= Task description =
An exact copy of the lines from the start of the material below through the line containing "The runs differ" is the required answer, and it includes no pictures.

= Given entries =
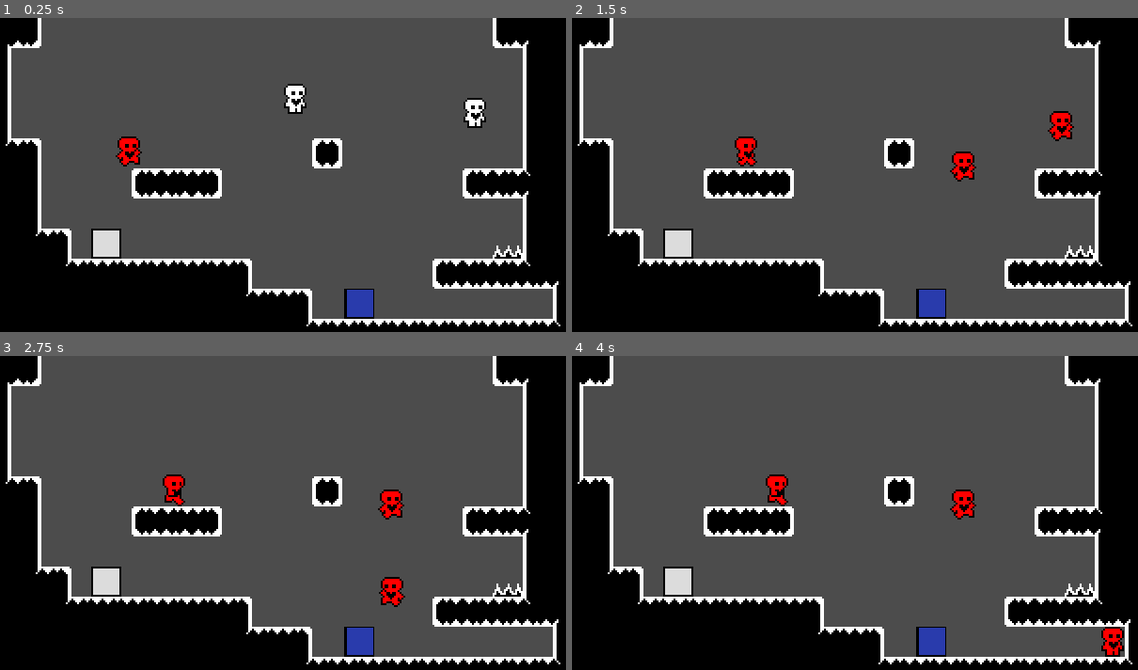
Above: before the commit, frames 1-4 (two rows, left to right).
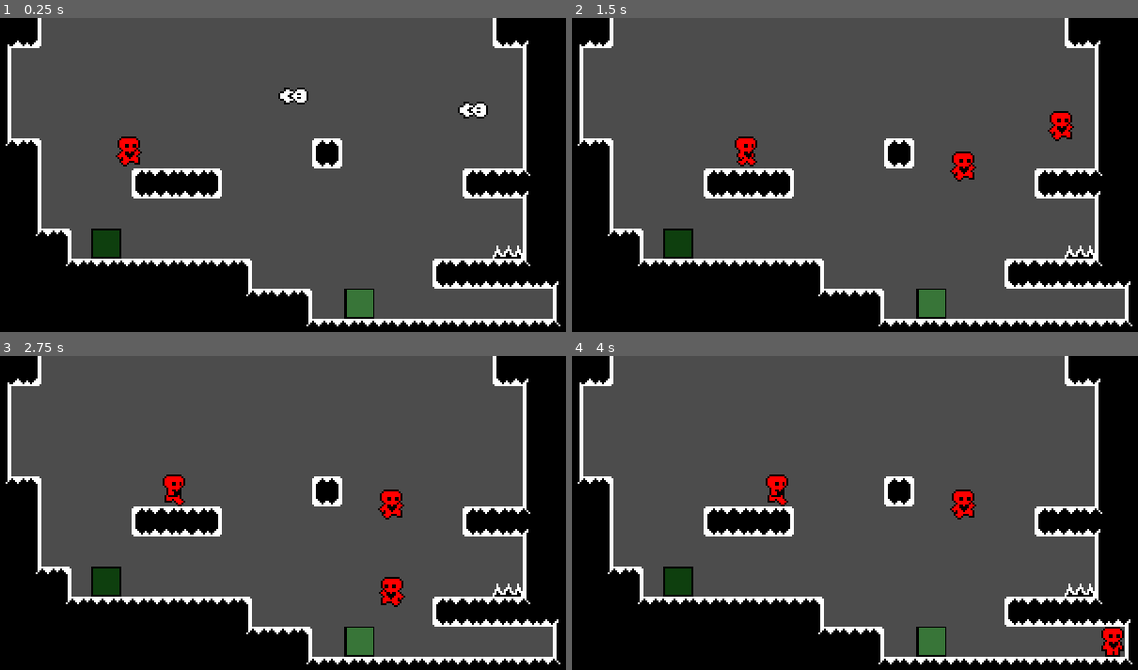
Above: after the commit, the same moments.

Repository: MarianZuska/stack-em-up
Game: Godot game, scene res://Scenes/Tests/MarianPlayground.tscn
Two runs of this game, one before a commit and one after it. Both use one fixed random seed, a clock stepped at 60 frames per second and the inputs below. This scene is started directly instead of the project's main scene.
Inputs:
- Up to frame 1 (0.25 s): no input
- Up to frame 2 (1.5 s): tap Enter (ui_accept) at 0.5, 0.77 s; hold D (right) from 0.53 s (still down); tap E (merge_characters) at 0.6 s; tap Tab (swap_character) at 0.8, 1.35 s
- Up to frame 3 (2.75 s): tap Enter (ui_accept) at 1.52 s; tap Q (unmerge_characters) at 1.55, 2.1 s; release D (right) at 2.03 s; hold A (left) from 2.03 s (still down); tap Shift (throw, bound only after the commit) at 2.3 s
- Up to frame 4 (4 s): release A (left) at 2.78 s; hold D (right) from 2.78 s (still down); tap Shift (throw, bound only after the commit) at 2.85 s; tap Enter (ui_accept) at 3.02, 3.77 s; tap E (merge_characters) at 3.05, 3.6 s; tap Tab (swap_character) at 3.8 s

The runs differ from the first frame. In frame 1, 1.4% of the frame differs, in the area x 16-87%, y 20-96%; in frame 2, 0.8%; in frame 3, 0.8%; in frame 4, 0.8%.
Error in both runs: Invalid operands 'String' and 'int' in operator '/'. (res://Scripts/Player.gd:59)

Commit message:
Fixed doors and added throwing

Diff:
--- a/Scenes/Controllers/PlayerController.tscn
+++ b/Scenes/Controllers/PlayerController.tscn
@@ -2,6 +2,5 @@
 
 [ext_resource path="res://Scripts/PlayerController.gd" type="Script" id=1]
 
-
 [node name="PlayerController" type="Node2D"]
 script = ExtResource( 1 )
--- a/Scenes/Objects/Button.tscn
+++ b/Scenes/Objects/Button.tscn
@@ -3,10 +3,8 @@
 [ext_resource path="res://Scripts/Button.gd" type="Script" id=1]
 [ext_resource path="res://Resources/Sprites/Tile16x16_0.png" type="Texture" id=2]
 
-
-
 [sub_resource type="RectangleShape2D" id=1]
-extents = Vector2( 8.02634, 8.02185 )
+extents = Vector2( 8.02634, 0.0596466 )
 
 [node name="Button" type="Area2D"]
 script = ExtResource( 1 )
@@ -15,5 +13,4 @@
 shape = SubResource( 1 )
 
 [node name="Sprite" type="Sprite" parent="."]
-modulate = Color( 0.188235, 0.266667, 0.780392, 1 )
 texture = ExtResource( 2 )
--- a/Scenes/Objects/Player.tscn
+++ b/Scenes/Objects/Player.tscn
@@ -82,6 +82,7 @@
 [node name="Sprite" type="Sprite" parent="Player"]
 texture = ExtResource( 1 )
 hframes = 8
+frame = 7
 
 [node name="CollisionShape2D" type="CollisionShape2D" parent="Player"]
 position = Vector2( 0, 2.637 )
--- a/Scenes/Tests/MarianPlayground.tscn
+++ b/Scenes/Tests/MarianPlayground.tscn
@@ -500,4 +500,4 @@
 [node name="Door" parent="." instance=ExtResource( 8 )]
 position = Vector2( 66.6238, 120 )
 buttons = [ NodePath("../Button") ]
-buttonsNeeded = 1
+color = Color( 0.254902, 0.533333, 0.254902, 1 )
--- a/Scripts/Button.gd
+++ b/Scripts/Button.gd
@@ -1,10 +1,10 @@
 extends Area2D
 
-var isPressed = false
+var is_pressed = false
 
 func _physics_process(delta):
 	var bodies = get_overlapping_bodies()
-	isPressed = false
+	is_pressed = false
 	for body in bodies:
 		if body.name == "Player":
-			isPressed = true
+			is_pressed = true
--- a/Scripts/Door.gd
+++ b/Scripts/Door.gd
@@ -1,28 +1,34 @@
 extends StaticBody2D
 
 export(Array, NodePath) var buttons
-export(int) var buttonsNeeded
-export(bool) var doInvert
+export(int) var buttons_needed = 1
+export(bool) var do_invert = false
+export(Color) var color = Color.white
 
-onready var collisionShape = $CollisionShape2D
+onready var collision_shape = $CollisionShape2D
 onready var sprite = $Sprite
+
+func _ready():
+	modulate = color
+	for button in buttons:
+		get_node(button).modulate = color
 
 func _process(delta):
 	var count = 0
 	for button in buttons:
-		if get_node(button).isPressed == true:
+		if get_node(button).is_pressed == true:
 			count += 1
 
 	var open = false
-	if count >= buttonsNeeded:
+	if count >= buttons_needed:
 		open = true
 
-	if doInvert:
+	if do_invert:
 		open = not open
 
 	if open:
-		collisionShape.disabled = true
+		collision_shape.disabled = true
 		sprite.modulate = Color.transparent
 	else:
-		collisionShape.disabled = false
-		sprite.modulate = Color.white
+		collision_shape.disabled = false
+		sprite.modulate = color
--- a/Scripts/Player.gd
+++ b/Scripts/Player.gd
@@ -203,6 +203,11 @@
 			if xinput == 0:
 				motion.x = lerp(motion.x, 0, AIR_RESISTANCE * delta)
 
+func throw():
+	motion = Vector2(JUMP_FORCE, -JUMP_FORCE)
+	if sprite.flip_h:
+		motion.x = -motion.x
+
 func is_near_wall():
 	return is_near_left_wall() or is_near_right_wall()
 
--- a/Scripts/PlayerController.gd
+++ b/Scripts/PlayerController.gd
@@ -14,7 +14,7 @@
 func activate_player():
 	var players = get_players()
 	for index in range(len(players)):
-		players[index].set("is_controlled", index == currently_active_index)
+		players[index].is_controlled = index == currently_active_index
 
 func get_player_tree(reference_player):
 	if reference_player == null:
@@ -31,7 +31,7 @@
 				var other_player_tree = get_player_tree(other_player)
 				var curr_player_tree = get_player_tree(curr_player)
 				if not(curr_player in other_player_tree) and not(other_player in curr_player_tree):
-					other_player.set("can_move", false)
+					other_player.can_move = false
 					get_collision_shape(other_player).disabled = true
 					curr_player_tree[-1].player_on_top = other_player
 					resize_collision_shape(other_player)
@@ -43,7 +43,7 @@
 	if player != null:
 		# If unstack all players
 		# unstack_for_player(curr_player.player_on_top)
-		player.set("can_move", true)
+		player.can_move = true
 		get_collision_shape(player).disabled = false
 		curr_player.player_on_top = null
 		resize_collision_shape(player)
@@ -77,6 +77,13 @@
 				return player
 	return null
 
+func throw_player_on_top():
+	if get_current_player().player_on_top != null:
+		var thrown_player = get_current_player().player_on_top
+		unstack_for_player(get_current_player())
+		thrown_player.can_move = true
+		thrown_player.throw()
+
 # Called every frame. 'delta' is the elapsed time since the previous frame.
 func _process(delta: float) -> void:
 	if Input.is_action_just_pressed("swap_character"):
@@ -93,3 +100,6 @@
 			if p != null:
 				unstack_for_player(p)
 				break
+
+	if Input.is_action_just_pressed("throw"):
+		throw_player_on_top()
--- a/project.godot
+++ b/project.godot
@@ -108,6 +108,11 @@
 "events": [ Object(InputEventKey,"resource_local_to_scene":false,"resource_name":"","device":0,"alt":false,"shift":false,"control":false,"meta":false,"command":false,"pressed":false,"scancode":81,"unicode":0,"echo":false,"script":null)
  ]
 }
+throw={
+"deadzone": 0.5,
+"events": [ Object(InputEventKey,"resource_local_to_scene":false,"resource_name":"","device":0,"alt":false,"shift":false,"control":false,"meta":false,"command":false,"pressed":false,"scancode":16777237,"unicode":0,"echo":false,"script":null)
+ ]
+}
 
 [rendering]

= Your response =
Above: before the commit, frames 1-4 (two rows, left to right).
Above: after the commit, the same moments.

Repository: MarianZuska/stack-em-up
Game: Godot game, scene res://Scenes/Tests/MarianPlayground.tscn
Two runs of this game, one before a commit and one after it. Both use one fixed random seed, a clock stepped at 60 frames per second and the inputs below. This scene is started directly instead of the project's main scene.
Inputs:
- Up to frame 1 (0.25 s): no input
- Up to frame 2 (1.5 s): tap Enter (ui_accept) at 0.5, 0.77 s; hold D (right) from 0.53 s (still down); tap E (merge_characters) at 0.6 s; tap Tab (swap_character) at 0.8, 1.35 s
- Up to frame 3 (2.75 s): tap Enter (ui_accept) at 1.52 s; tap Q (unmerge_characters) at 1.55, 2.1 s; release D (right) at 2.03 s; hold A (left) from 2.03 s (still down); tap Shift (throw, bound only after the commit) at 2.3 s
- Up to frame 4 (4 s): release A (left) at 2.78 s; hold D (right) from 2.78 s (still down); tap Shift (throw, bound only after the commit) at 2.85 s; tap Enter (ui_accept) at 3.02, 3.77 s; tap E (merge_characters) at 3.05, 3.6 s; tap Tab (swap_character) at 3.8 s

The runs differ from the first frame. In frame 1, 1.4% of the frame differs, in the area x 16-87%, y 20-96%; in frame 2, 0.8%; in frame 3, 0.8%; in frame 4, 0.8%.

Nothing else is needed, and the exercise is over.